In a study with samples from both cases and controls, for instance, the total number of values in the two groups should always equal the number of samples; if nothing else, that cross-check ensures that cells that you think are empty actually are. “Building in some of these cross-checks so you can see that everything is in order, that’s actually a really, really good idea,” she says.
You can also ‘protect’ parts of the spreadsheet from modification, and apply data validation to ensure that date columns contain valid dates, that numbers fall within certain ranges or that text fields include expected terms. Alternatively, suggests Çetinkaya-Rundel, use a data-entry form (such as a Google Form) rather than editing the spreadsheet directly. That way, values can be checked as they are entered, and users cannot accidentally modify the document. Finally, says Teal, double-check your work. Data analysis is often iterative, she notes. “You don’t just walk in the door and go, ‘I am going to do this equation,’ sit down, do it, done.” So, once you’ve settled on a workflow, reset and start over, she says, and just make sure that you have the answer that you thought you did.

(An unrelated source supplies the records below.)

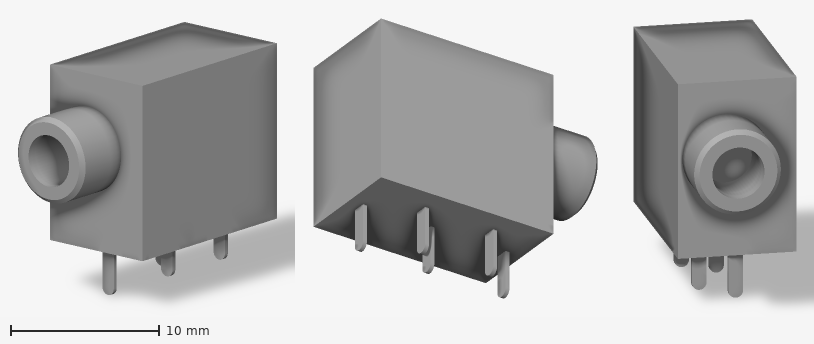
import cadquery as cq

body_width = 8.2
body_length = 14.0
body_height = 12.3

total_length = 18
barrel_length = total_length - body_length
barrel_diameter = 6.0
barrel_chamfer = 0.3
bore_diameter = 3.6
bore_depth = barrel_length
barrel_x = 3.31
barrel_z = body_height - 5.31

pin_length = 3.31
pin_width = 1.0
pin_thickness = 0.3
left_pin_x = 2.23
right_pin_x = 4.25
pin_places = [
    (right_pin_x, 1.22),
    (left_pin_x, 3.58),
    (right_pin_x, 7.33),
    (left_pin_x, 9.1),
    (right_pin_x, 12.8),
]


def make_barrel():
    """Solid barrel pointing toward -Y, chamfered at its free end."""
    return (
        cq.Workplane("XZ")
        .center(barrel_x, barrel_z)
        .circle(barrel_diameter / 2)
        .extrude(barrel_length)
        .faces("<Y")
        .chamfer(barrel_chamfer)
    )


def make_bore():
    """Blind bore running back from the free end of the barrel."""
    return (
        cq.Workplane("XZ", origin=(0, -barrel_length, 0))
        .center(barrel_x, barrel_z)
        .circle(bore_diameter / 2)
        .extrude(-bore_depth)
    )


def make_pin(x, y):
    """Flat pin with a full-round tip, centred on (x, y)."""
    radius = pin_width / 2
    shoulder_z = radius - pin_length
    return (
        cq.Workplane("XZ", origin=(x, y, 0))
        .moveTo(-radius, 0)
        .lineTo(-radius, shoulder_z)
        .threePointArc((0, -pin_length), (radius, shoulder_z))
        .lineTo(radius, 0)
        .close()
        .extrude(pin_thickness / 2, both=True)
    )


housing = cq.Workplane("XY").box(body_width, body_length, body_height, centered=False)
result = housing.union(make_barrel()).cut(make_bore())
for pin_x, pin_y in pin_places:
    result = result.union(make_pin(pin_x, pin_y))

The good news is, data scientists can generally wrangle spreadsheets irrespective of their format. “A key principle that I have as a data analyst is, if someone asks me in what form would I like the data, I always say ‘in their present form’,” says Broman. “If the data need to be reorganized or transformed in some way, I’m always in the best position to do that.” But it’s better, Labou says, to work out what you hope to do with your data before creating your spreadsheet in the first place. Which variables and covariates will you be using? What time steps do you need? What analyses will you be performing? “Thinking that through ahead of time, is one of the best things that people can do,” she says.
And consult your collaborators, Garmonsway adds. Rules for data organization “aren’t carved in stone anywhere”, he says. “Physicists didn’t discover them in the fundamental laws of the Universe. They emerged because it’s hard to work with other people. So if you collaborate when you create your spreadsheet, it’s much more likely to be useful to other people, because it’s already useful to someone who isn’t you.”